See Fig. 8. \(S[i+2] \in \{ t_s, t_o \} \) means that \(w[i+2]\) is stabilized by a tunnel section of type S or O. Thus, its predecessor \(w[i+1]\) must be inside the tunnel section, that is, \(n_1\) and \(n_2\) must be occupied. Free bonds of w[i], if any, cannot be used in future by another bead w[j] because otherwise the part of transcript w[i..j] and the bond between w[i] and w[j] would form a closed curve and the curve would cross the path of \(C_{i-1}\) between \(n_1\) and \(n_2\), contradiction. Therefore, if w[i] forms a bond at its stabilization \(\#bc(C_{i-1}) > \#bc(C_{i})\) holds. We now prove that w[i] must form a bond.

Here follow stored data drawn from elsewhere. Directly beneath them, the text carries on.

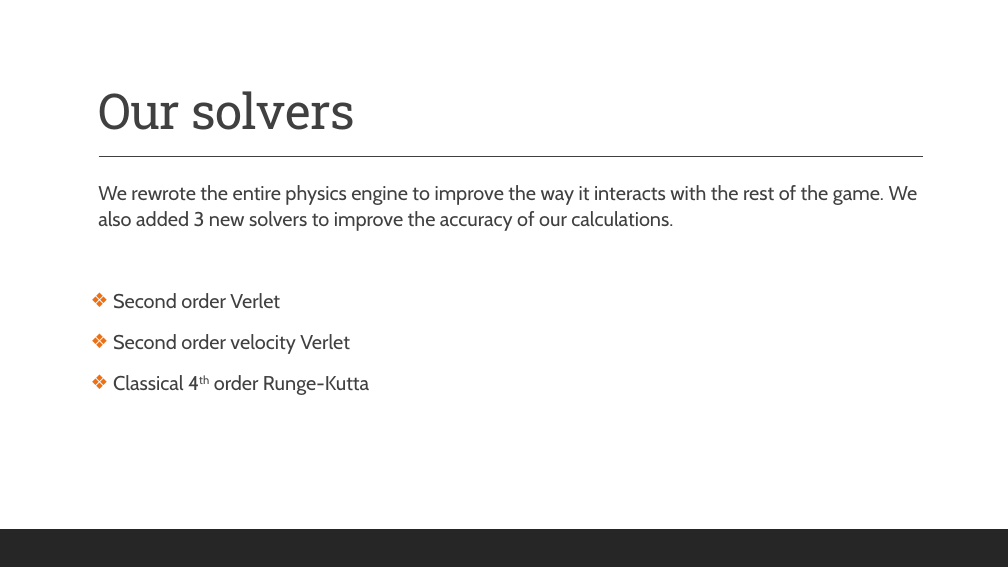
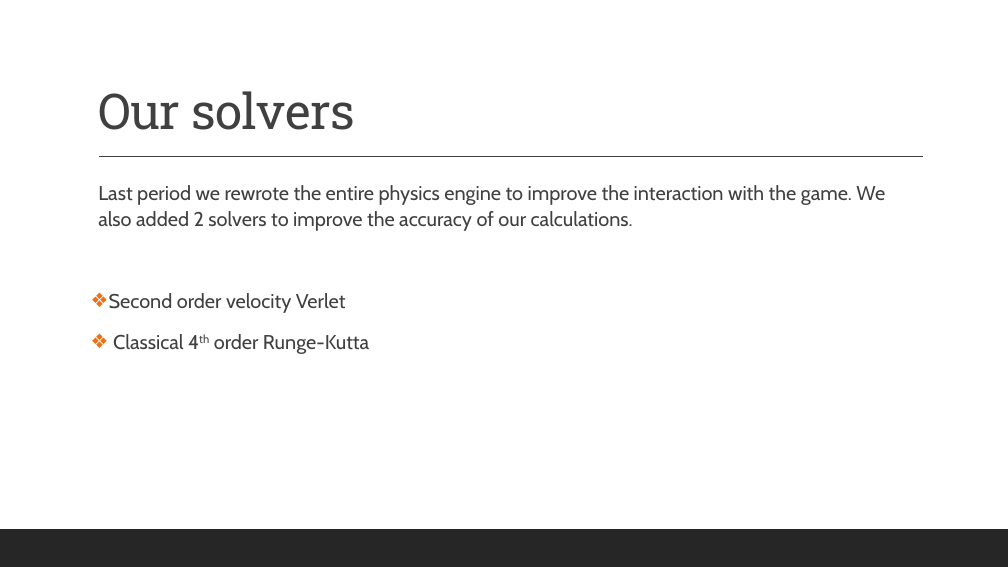
Before and after one commit to renesteeman/Project1-2_Group4, a slide deck: slide 8 of 04-PresentationThirdPhase.pptx. Drawn at 1008x567 pixels with LibreOffice and Linux fonts; fonts in the diff are those of the drawing. Boxes give left, top, right and bottom in pixels: in the first picture for what was removed or moved away, otherwise in the second. Text is boxed around its words. In the diff, an @@ line names an element or a change of style, - is before the commit and + after.

```diff
--- a/04-PresentationThirdPhase.pptx
+++ b/04-PresentationThirdPhase.pptx
@@ text at box(98, 185, 885, 231): text changed @@
-  We rewrote the entire physics engine to improve the way it interacts with the rest of the game. We also added 3 new solvers to improve the accuracy of our calculations.
-❖ Second order Verlet
+  Last period we rewrote the entire physics engine to improve the interaction with the game. We also added 2 solvers to improve the accuracy of our calculations.
```
Also in this commit, not shown: 1 other slide changed, 1 slide removed.
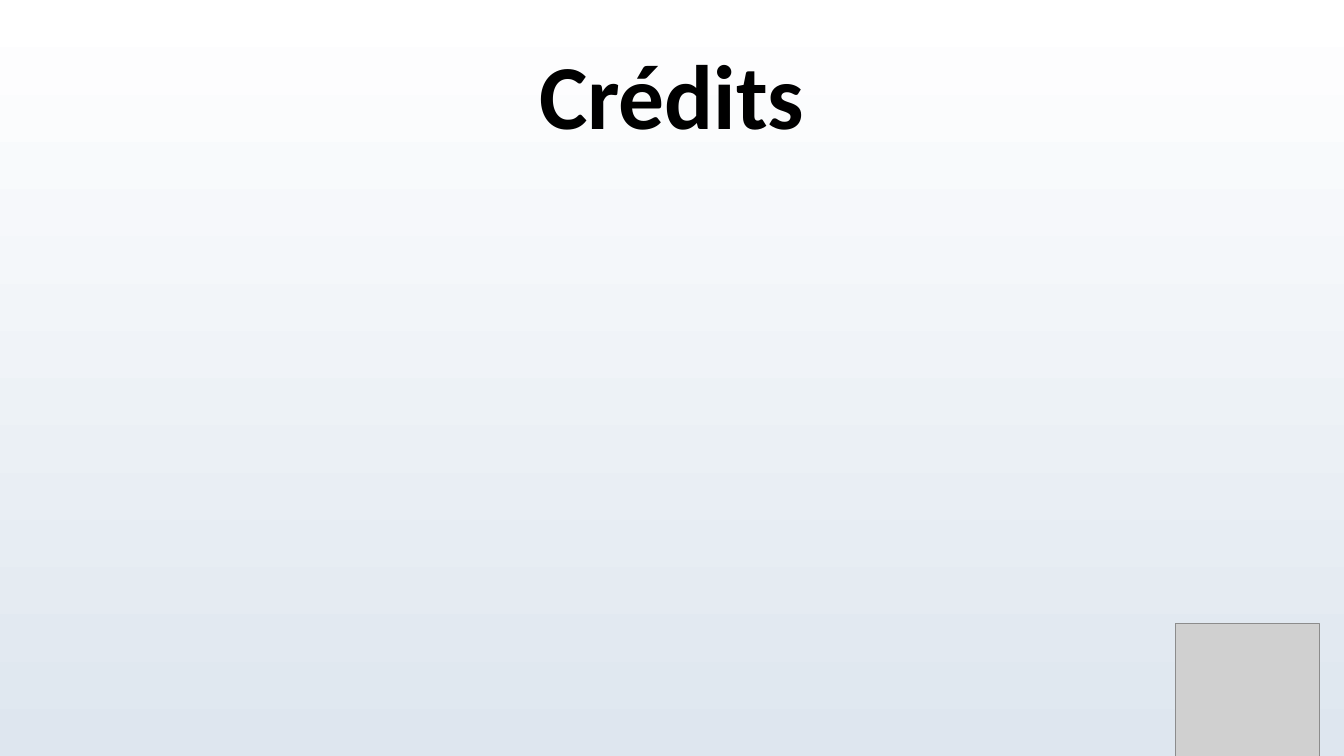
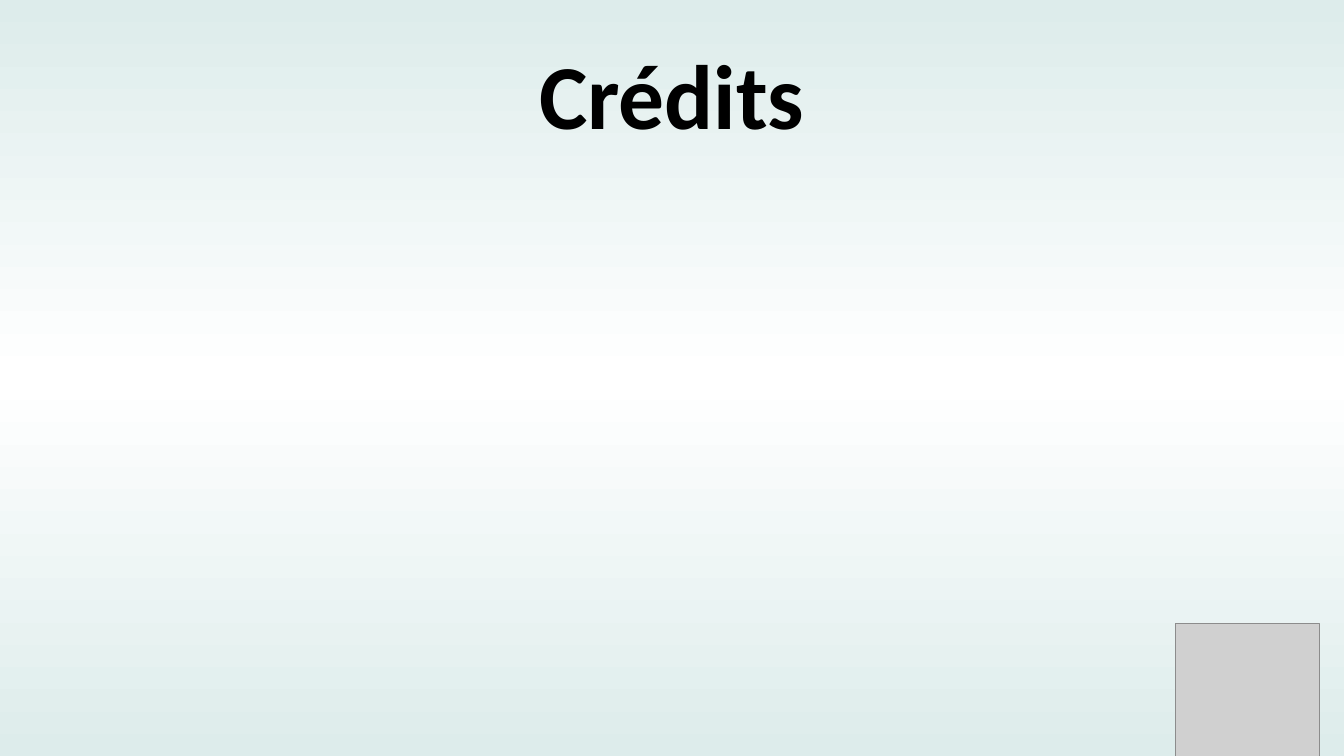
Before and after one commit to DamienMariac/HAX712X, a slide deck: slide 12 of slides/Présentation_bikemap.odp. Drawn at 1344x756 pixels with LibreOffice and Linux fonts; fonts in the diff are those of the drawing; grey boxes stand for pictures. Boxes give left, top, right and bottom in pixels: in the first picture for what was removed or moved away, otherwise in the second. Text is boxed around its words. In the diff, an @@ line names an element or a change of style, - is before the commit and + after.

```diff
--- a/slides/Présentation_bikemap.odp
+++ b/slides/Présentation_bikemap.odp
@@ background gradient #FFFFFF to #DEE6EF to gradient #DDECEB to #FFFFFF @@
```
Also in this commit, not shown: 7 other slides changed, 3 slides added, 3 slides removed.
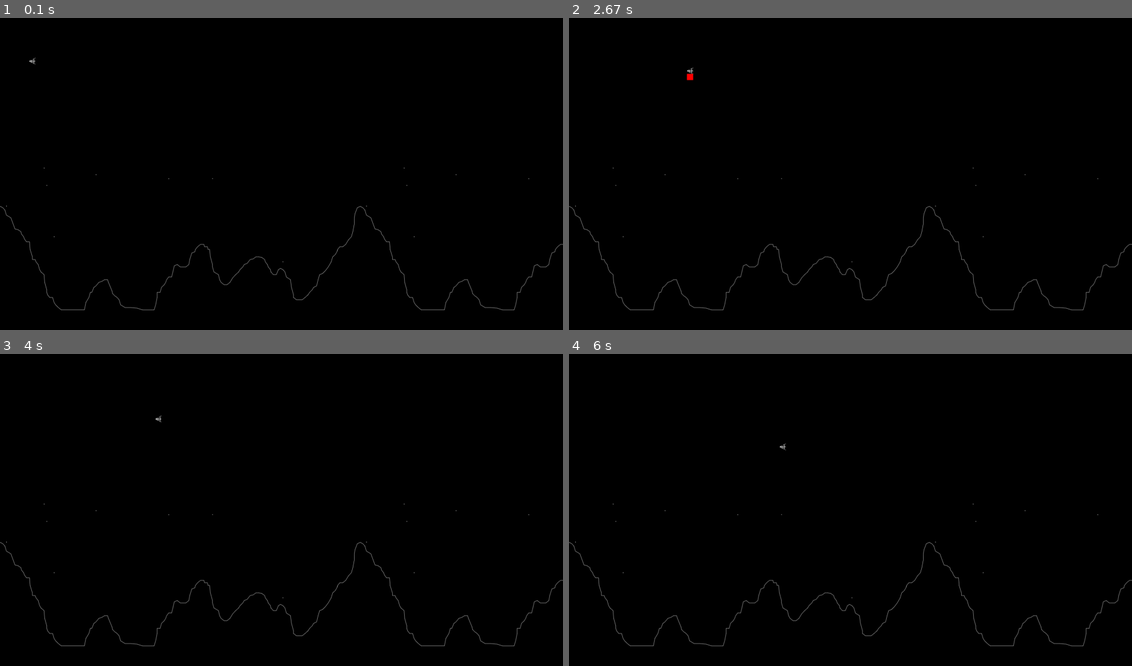
Above: before the commit, frames 1-4 (two rows, left to right).
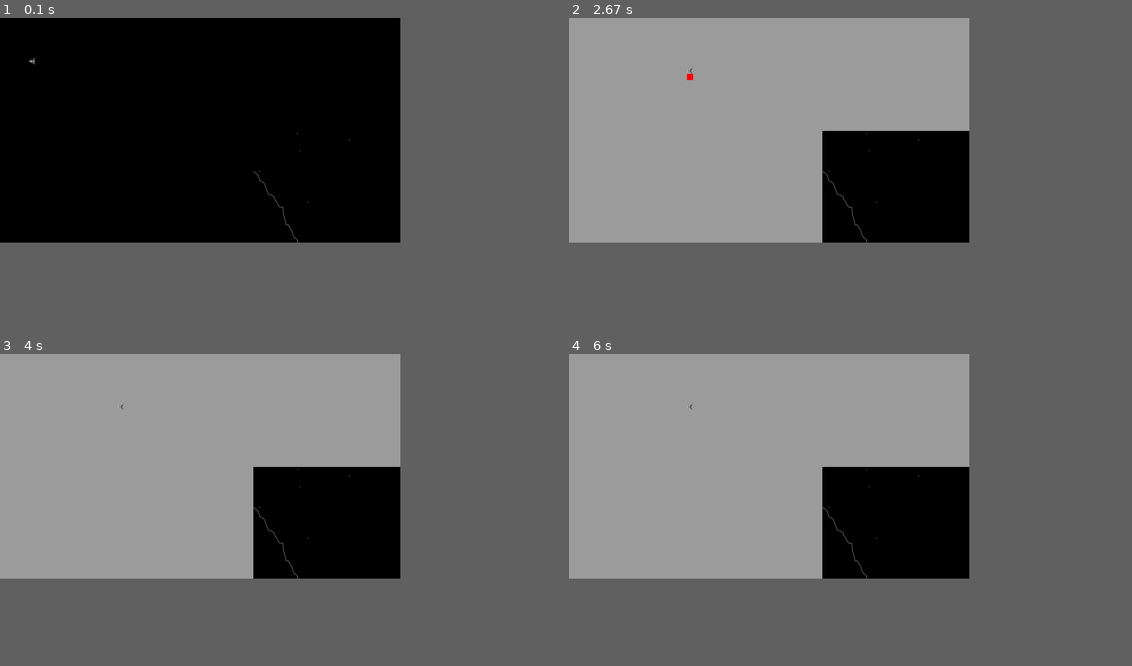
Above: after the commit, the same moments.

Repository: agmui/random_stuff
Game: pygame game, started from LM_game/LM_game.py
The game is run twice, just before and just after one commit, with the same random seed, the same clock (stepped at 60 frames per second) and the same inputs.
Inputs:
- Up to frame 1 (0.1 s): no input
- Up to frame 2 (2.67 s): hold Up 0.33-0.8 s; hold Up 0.83-1.2 s; hold Up 1.23-1.53 s; hold Up 1.57-1.93 s; hold Up 1.97-2.27 s; hold Up from 2.3 s (still down)
- Up to frame 3 (4 s): release Up at 2.67 s
- Up to frame 4 (6 s): no input
In our replay, the window is 900x500 before the commit and 640x360 after it. These sizes can differ from the game's own. Grey fills any space a smaller window leaves; there, only what the larger window draws over its background counts as a difference.

The runs differ from the first frame. In frame 1, 0.6% of the frame differs, in the area x 0-100%, y 36-94%; in frame 2, 42%; in frame 3, 42%, in the area x 0-100%, y 0-94%; in frame 4, 42%.

Commit message:
working on scroll

Diff:
--- a/LM_game/LM_game.py
+++ b/LM_game/LM_game.py
@@ -7,12 +7,16 @@
 py.init()
 py.display.set_caption('LM game')
 clock = py.time.Clock()  # FPS stuff
-GD = py.display.set_mode((1800, 1000))
+display_width = 1800
+display_height = 1000
+GD = py.display.set_mode((display_width, display_height))
+GD = py.display.set_mode((0, 0), py.RESIZABLE)
 crashed = False
 fire = False
 t = 1 / 60
 thrust = 20
 grav = 8.8
+
 
 class Player:
     def __init__(self, fuel):
@@ -25,6 +29,7 @@
         self.scaled_img = py.transform.rotozoom(self.image, self.angle - 90, self.scale)
         self.mask = py.mask.from_surface(self.image).scale((self.scaled_img.get_width(), self.scaled_img.get_height()))
         self.pos = [100 - self.scaled_img.get_width() / 2, 150 - self.scaled_img.get_height() / 2]
+        self.rect = [self.pos[0], self.pos[1], 0, 0]
 
     def draw(self, fire_):
         self.scaled_img = py.transform.rotozoom(self.image, self.angle - 90, self.scale)
@@ -62,10 +67,35 @@
         self.scaled_img = py.transform.rotozoom(self.image, 0, self.scale)
         self.mask = py.mask.from_surface(self.image).scale((self.scaled_img.get_width(), self.scaled_img.get_height()))
         self.pos = 0, GD.get_height() - self.image.get_height() * self.scale
+        self.scroll = 0
+        self.rect = py.Rect(self.pos, (self.scaled_img.get_width(), self.scaled_img.get_height()))
 
-    def draw_stage(self):
+    def draw_stage(self, offset):
         for i in range(2):
-            GD.blit(self.scaled_img, (self.pos[0] + i * self.image.get_width(), self.pos[1]))
+            # GD.blit(self.scaled_img, (self.pos[0] + i * self.image.get_width(), self.pos[1]))
+            GD.blit(self.scaled_img, offset(self.scaled_img))
+
+    def stage_scroll(self):
+        pass
+
+
+class Camera(object):
+    def __init__(self, camera_func, width, height):
+        self.camera_func = camera_func
+        self.state = py.Rect(0, 0, width, height)
+
+    def apply(self, target):
+        print(self.state.topleft)
+        return self.state.topleft
+
+    def update(self, target):
+        self.state = self.camera_func(self.state, target.rect)
+
+
+def simple_camera(camera, target_rect):
+    l, t, _, _ = target_rect  # l = left,  t = top
+    _, _, w, h = camera  # w = width, h = height
+    return py.Rect(-l + display_width / 2, -t + display_height / 2, w, h)
 
 
 def level_end():
@@ -74,6 +104,7 @@
 
 player = Player(100)
 level = Level()
+camera = Camera(simple_camera, level.scaled_img.get_width(), level.scaled_img.get_height())
 
 
 def main():
@@ -101,14 +132,15 @@
             player.landed()
             GD.fill((155, 155, 155))
 
-        level.draw_stage()
+        camera.update(player)  # camera follows player. Note that we could also follow any other sprite
+        level.draw_stage(camera.apply)
         player.physics()
         # player.pos = py.mouse.get_pos()
         player.draw(fire)
         if fire:
             player.rocket()
 
-        #time.sleep(0.5)
+        # time.sleep(0.5)
         py.display.update()
         clock.tick(60)
     py.quit()

Suppose w[i] were stabilized without any bond, that is, by a tunnel. For that the two points that are a neighbor of both \(w[i-1]\) and w[i] must be occupied already. In addition, at least one of the neighbors of w[i] must be free because \(S[i+1] = b\). Thus, only the case to be considered is Fig. 8 (middle) with \(n_5\) being occupied (that is, \(n_4\) is free). In this case, before w[i] is stabilized, at lest three neighbors of \(n_2\) were free and hence, a bead at \(n_2\) was provided with one free bond and could form a bond with w[i].    \(\square \)

Fig. 8.

The three ways to enter a tunnel: (Left) straight, (Middle) obtuse, (Right) acute. The bead w[i] is stabilized at the entrance and \(w[i+1]\) is stabilized inside.

Fig. 9.

Two kinds of exit of a tunnel: (Left) Both \(n_1\) and \( n_2\) are free, (Right) One of \(n_1\) and \(n_2\) is occupied.

Lemma 2

Let \(\varXi \) be a deterministic unary oritatami system of delay \(\delta = 1\) and arity \(\alpha =2\). If \(S[i+1..j+1] = bt^{(j-i-1)}b\) for some i, j with \(i \le j-2\) and \(S[j] \in \{ t_s, t_o\}\), then \(\#bc(C_{j-2}) \ge \#bc(C_j)\), and hence, \(\#bc(C_{i}) \ge \#bc(C_j)\). If \(i \le j-3\), then the second inequality is strengthened as \(\#bc(C_{i}) > \#bc(C_{j})\).

Proof

Since the binding capability never increases inside a tunnel, we just need to consider the exit of a tunnel. See Fig. 9. At least one of points \(n_1\) or \(n_2\) must be free because otherwise w[j] would be inside of a tunnel, that is, \(S[j+1]\) would not be b.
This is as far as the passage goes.